Il faut dire qu’Ali Bongo se retrouve aujourd’hui, à quelque chose près, dans la même situation. Il a perdu, presque tous ceux qui l’ont porté au pinacle en août 2009 et qui comptaient parmi ses fidèles : Jean François Ntoutoume Emane, Guy Nzouba Ndama, Eloï Rahandi Chambrier, Raymond Ndong Sima et bien d’autres encore, et non des moindres, venus renforcer et grossir les rangs de l’opposition. Il ne lui reste plus qu’un petit cercle de va-t-en guerre, opportunistes, situationnistes et sécurocrates  qui lui suggèrent de passer en force. Un passage que ce dernier voudrait habiller avec des opérations de ‘’com’’ et de charme, à l’exemple de la fameuse ‘’tournée républicaine’’ (sic) qu’il effectue actuellement, le tout s’accompagnant d’un déploiement, sans précédents de forces de défense et de sécurité sur l’ensemble du territoire nationale.

Toujours dans cette logique d’un passage en force, et après avoir promis ’’l’avenir en confiance de 2009’’, la campagne électorale de cette année 2016 sur fond ‘’d’égalité de chances’’. Les hommes naissent biologiquement et physiologiquement égaux, sauf handicap survenu avant l’accouchement. C’est le milieu social dans lequel ils viennent au monde qui façonne leur existence. Il est de ce fait évident qu’un enfant né dans les ‘’mapanes’’ de Libreville, au milieu des cafards et des moustiques, et des rats a moins de chances de réussite dans la vie qu’un autre né à la Sablière, le quartier le plus huppé de Libreville. Il est tout aussi évident qu’un jeune qui se retrouve dans une salle de classe dont l’effectif dépasse 100 élèves, a moins de chances de réussir un examen qu’un autre affecté dans une salle de classe de moins de 30 élèves. De même, un Gabonais habitant Medouneu, Minvoul, Moulingui-Bindza, Malinga, Iboundji, ou tout autre coin enclavé du pays, a beaucoup plus de chance de succomber d’une crise de paludisme ou d’une morsure de serpent, qu’un autre résidant là où il peut facilement être soigné dans un hôpital.

 C’est donc dire à quel point ‘’légalité des chances’’ relève de l’utopie, surtout dans la situation actuelle de Gabon, caractérisée par des inégalités criardes. Il y a dans la notion  de ‘’chance’’, quelque chose d’aléatoire, une part d’imprévu. Il s’agit d’une probabilité pour que quelque chose  se produise ou qu’elle ne se produise pas.

Avec ‘’l’égalité de chances’’, on est donc dans le domaine de la probabilité. Et dans un pays structuré de manière très hiérarchique comme le Gabon, cette inégalité de chances apparaît comme un creux et simple slogan de campagne électorale, comme l’a été ‘’l’avenir en confiance’’ devenu 7 ans après ‘’l’avenir en confiance’’.
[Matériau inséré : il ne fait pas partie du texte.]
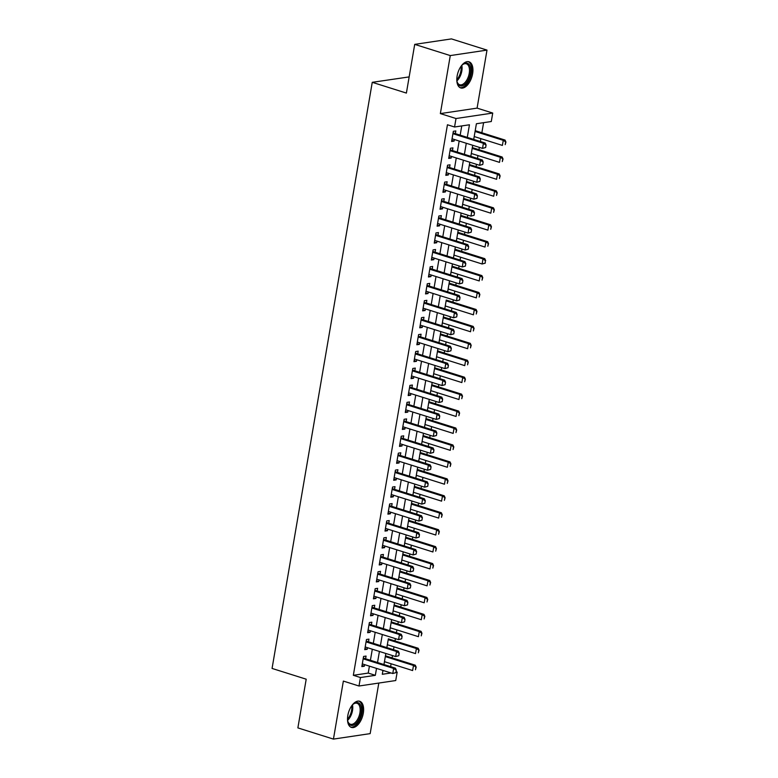 <?xml version="1.0" encoding="UTF-8"?>
<svg xmlns="http://www.w3.org/2000/svg" width="778" height="778" viewBox="0 0 778 778"><rect width="100%" height="100%" fill="white"/><g stroke="black" fill="none" stroke-linecap="round" stroke-linejoin="round"><path stroke-width="1.17" d="M363.307 713.183A13.712 7.265 107.5 0 0 359.689 701.26A13.712 7.265 107.5 0 0 347.824 715.497A13.712 7.265 107.5 0 0 351.442 727.42A13.712 7.265 107.5 0 0 363.307 713.183M472.616 73.706A13.712 7.265 107.5 0 0 468.998 61.783A13.712 7.265 107.5 0 0 457.133 76.02A13.712 7.265 107.5 0 0 460.751 87.943A13.712 7.265 107.5 0 0 472.616 73.706M396.051 671.706L397.179 672.066L395.73 680.536L358.998 686.011L360.447 677.541L375.336 675.323L376.523 668.39M409.16 76.905L372.254 82.322L272.067 668.438L306.201 679.194L297.877 727.897L333.441 739.1L370.163 733.625L378.808 683.055M372.254 82.322L406.388 93.078L414.713 44.375L451.444 38.9L486.999 50.103L450.277 55.578L440.358 113.598L456.005 118.528L492.727 113.053L491.288 121.524L476.399 123.741L473.714 139.418M440.358 113.598L477.089 108.123L486.999 50.103M477.089 108.123L492.727 113.053M390.605 666.649L391.101 663.77M392.102 657.896L392.501 655.572M393.503 649.708L393.999 646.829M395 640.965L395.399 638.631M396.401 632.767L396.887 629.888M397.898 624.024L398.297 621.69M399.299 615.826L399.785 612.947M400.787 607.083L401.185 604.759M402.187 598.885L402.683 596.006M403.685 590.142L404.083 587.818M405.085 581.944L405.581 579.075M406.583 573.201L406.982 570.877M407.983 565.003L408.469 562.134M409.481 556.26L409.88 553.936M410.881 548.062L411.368 545.193M412.369 539.319L412.768 536.995M413.77 531.131L414.266 528.252M415.267 522.378L415.666 520.054M416.668 514.19L417.164 511.311M418.165 505.447L418.564 503.113M419.566 497.249L420.052 494.37M421.063 488.506L421.452 486.172M422.464 480.308L422.95 477.429M423.952 471.565L424.35 469.241M425.352 463.367L425.848 460.488M426.85 454.624L427.248 452.3M428.25 446.426L428.746 443.557M429.748 437.683L430.146 435.359M431.148 429.485L431.634 426.616M432.646 420.742L433.035 418.418M434.046 412.544L434.532 409.675M435.534 403.801L435.933 401.477M436.935 395.613L437.431 392.734M438.432 386.861L438.831 384.536M439.833 378.672L440.329 375.793M441.33 369.929L441.729 367.595M442.731 361.731L443.217 358.853M444.228 352.988L444.617 350.654M445.629 344.79L446.115 341.912M447.117 336.047L447.515 333.723M448.517 327.849L449.013 324.971M450.015 319.106L450.413 316.782M451.415 310.908L451.911 308.03M452.913 302.165L453.311 299.841M454.313 293.967L454.799 291.098M455.811 285.225L456.2 282.9M457.211 277.026L457.697 274.157M458.699 268.284L459.098 265.959M460.099 260.095L460.595 257.217M461.597 251.343L461.996 249.018M462.998 243.154L463.494 240.276M464.495 234.402L464.894 232.077M465.896 226.213L466.382 223.335M467.393 217.47L467.782 215.136M468.794 209.272L469.28 206.394M470.282 200.529L470.68 198.205M471.682 192.331L472.178 189.453M473.18 183.589L473.578 181.264M474.58 175.39L475.076 172.512M476.078 166.648L476.476 164.323M477.478 158.449L477.964 155.581M478.966 149.707L479.365 147.382M480.376 141.508L480.862 138.64M481.864 132.766L483.595 122.671M414.713 44.375L450.277 55.578M365.602 658.762L366.059 656.068L363.579 656.438L361.838 666.6L364.318 666.231L364.59 664.636M368.49 641.821L368.957 639.127L366.467 639.497L364.736 649.669L367.216 649.29L367.488 647.695M371.388 624.89L371.845 622.186L369.365 622.565L367.634 632.728L370.114 632.358L370.386 630.754M374.286 607.949L374.743 605.255L372.263 605.624L370.523 615.787L373.002 615.417L373.284 613.813M377.174 591.008L377.641 588.314L375.161 588.683L373.421 598.846L375.9 598.476L376.173 596.872M380.072 574.067L380.539 571.373L378.05 571.742L376.319 581.905L378.798 581.536L379.071 579.931M382.971 557.126L383.428 554.432L380.948 554.802L379.217 564.964L381.697 564.595L381.969 562.99M385.869 540.185L386.326 537.491L383.846 537.861L382.105 548.023L384.585 547.654L384.867 546.059M388.757 523.244L389.224 520.55L386.744 520.92L385.003 531.082L387.483 530.713L387.755 529.118M391.655 506.303L392.122 503.609L389.632 503.979L387.901 514.151L390.381 513.772L390.653 512.177M394.553 489.362L395.01 486.668L392.53 487.047L390.789 497.21L393.279 496.841L393.551 495.236M397.451 472.431L397.908 469.737L395.428 470.106L393.687 480.269L396.167 479.9L396.449 478.295M400.339 455.49L400.806 452.796L398.326 453.166L396.586 463.328L399.065 462.959L399.338 461.354M403.237 438.549L403.704 435.855L401.215 436.225L399.484 446.387L401.963 446.018L402.236 444.413M406.135 421.608L406.593 418.914L404.113 419.284L402.372 429.446L404.861 429.077L405.134 427.472M409.034 404.667L409.491 401.973L407.011 402.343L405.27 412.505L407.75 412.136L408.032 410.541M411.922 387.726L412.389 385.032L409.909 385.402L408.168 395.564L410.648 395.195L410.92 393.6M414.82 370.785L415.287 368.091L412.797 368.461L411.066 378.633L413.546 378.254L413.818 376.659M417.718 353.844L418.175 351.15L415.695 351.53L413.954 361.692L416.444 361.323L416.716 359.718M420.616 336.913L421.073 334.219L418.593 334.589L416.852 344.751L419.332 344.382L419.605 342.777M423.504 319.972L423.971 317.278L421.491 317.648L419.75 327.81L422.23 327.441L422.503 325.836M426.402 303.031L426.859 300.337L424.38 300.707L422.649 310.869L425.128 310.5L425.401 308.895M429.3 286.09L429.757 283.396L427.278 283.766L425.537 293.928L428.026 293.559L428.299 291.954M432.198 269.149L432.656 266.455L430.176 266.825L428.435 276.987L430.915 276.618L431.187 275.023M435.087 252.208L435.554 249.514L433.074 249.884L431.333 260.046L433.813 259.677L434.085 258.082M437.985 235.267L438.442 232.573L435.962 232.943L434.231 243.106L436.711 242.736L436.983 241.141M440.883 218.326L441.34 215.632L438.86 216.002L437.119 226.174L439.609 225.805L439.881 224.2M443.781 201.395L444.238 198.701L441.758 199.071L440.017 209.233L442.497 208.864L442.77 207.259M446.669 184.454L447.136 181.76L444.656 182.13L442.915 192.292L445.395 191.923L445.668 190.318M449.567 167.513L450.024 164.819L447.545 165.189L445.813 175.351L448.293 174.982L448.566 173.377M452.465 150.572L452.922 147.878L450.443 148.248L448.702 158.411L451.191 158.041L451.464 156.436M473.928 138.144L474.21 136.539L502.394 145.418L503.259 140.341L475.076 131.463M505.632 142.082L505.204 144.62L505.933 142.034L503.259 140.341L505.048 140.069L475.212 130.675L475.669 127.981M471.04 155.085L471.312 153.48L499.495 162.359L500.361 157.273L472.178 148.394M502.744 159.023L502.306 161.561L503.035 158.975L500.361 157.273L502.15 157.01L472.314 147.606L472.713 145.282L470.816 156.359M468.142 172.026L468.414 170.421L496.597 179.3L497.463 174.214L469.28 165.335M499.846 175.954L499.408 178.502L500.137 175.916L497.463 174.214L499.252 173.951L469.416 164.547L469.815 162.223L467.928 173.299M465.244 188.957L465.526 187.362L493.699 196.241L494.575 191.155L466.392 182.276M496.947 192.895L496.51 195.443L497.249 192.856L494.575 191.155L496.354 190.892L466.528 181.488L466.926 179.164M462.346 205.898L462.628 204.303L490.811 213.182L491.677 208.096L463.494 199.217M494.049 209.836L493.622 212.375L494.351 209.797L491.677 208.096L493.466 207.833L463.63 198.429L464.028 196.105L462.132 207.172M459.458 222.839L459.73 221.244L487.913 230.123L488.779 225.037L460.595 216.158M491.161 226.777L490.724 229.316L491.453 226.738L488.779 225.037L490.568 224.774L460.732 215.37L461.13 213.046L459.234 224.113M456.56 239.78L456.832 238.175L485.015 247.054L485.88 241.977L457.697 233.099M488.263 243.718L487.825 246.256L488.555 243.67L485.88 241.977L487.67 241.705L457.834 232.311L458.232 229.987L456.346 241.054M453.662 256.721L453.944 255.116M485.229 263.159L485.365 260.659L485.229 263.159L482.117 263.995L482.992 258.918L484.772 258.646L454.945 249.252L455.344 246.927L453.448 257.995M450.773 273.661L451.046 272.057L479.229 280.936L480.094 275.859L451.911 266.98M482.467 277.6L482.039 280.138L482.768 277.551L480.094 275.859L481.883 275.587L452.047 266.193L452.446 263.859L450.55 274.935M447.875 290.602L448.147 288.998L476.331 297.877L477.196 292.791L449.013 283.912M479.579 294.541L479.141 297.079L479.87 294.492L477.196 292.791L478.985 292.528L449.149 283.124L449.548 280.8L447.651 291.876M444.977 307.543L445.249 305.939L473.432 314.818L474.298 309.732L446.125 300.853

Par contre dans une république, ce qui doit être promis et assuré aux citoyens, c’est l’égalité devant le droit : à l’éducation et à la formation ; au travail, à la bonne santé ; à un logement décent, à l’eau potable et à l’électricité ; à circuler librement ; d’exprimer ses opinions.

C’est donc disions nous l’égalité devant tous ces différents droits qui doit être promise et assurée aux citoyens d’un pays tel le Gabon, et non ‘’l’égalité de chances’’, cette dernière étant, rappelons-le encore, une donnée aléatoire.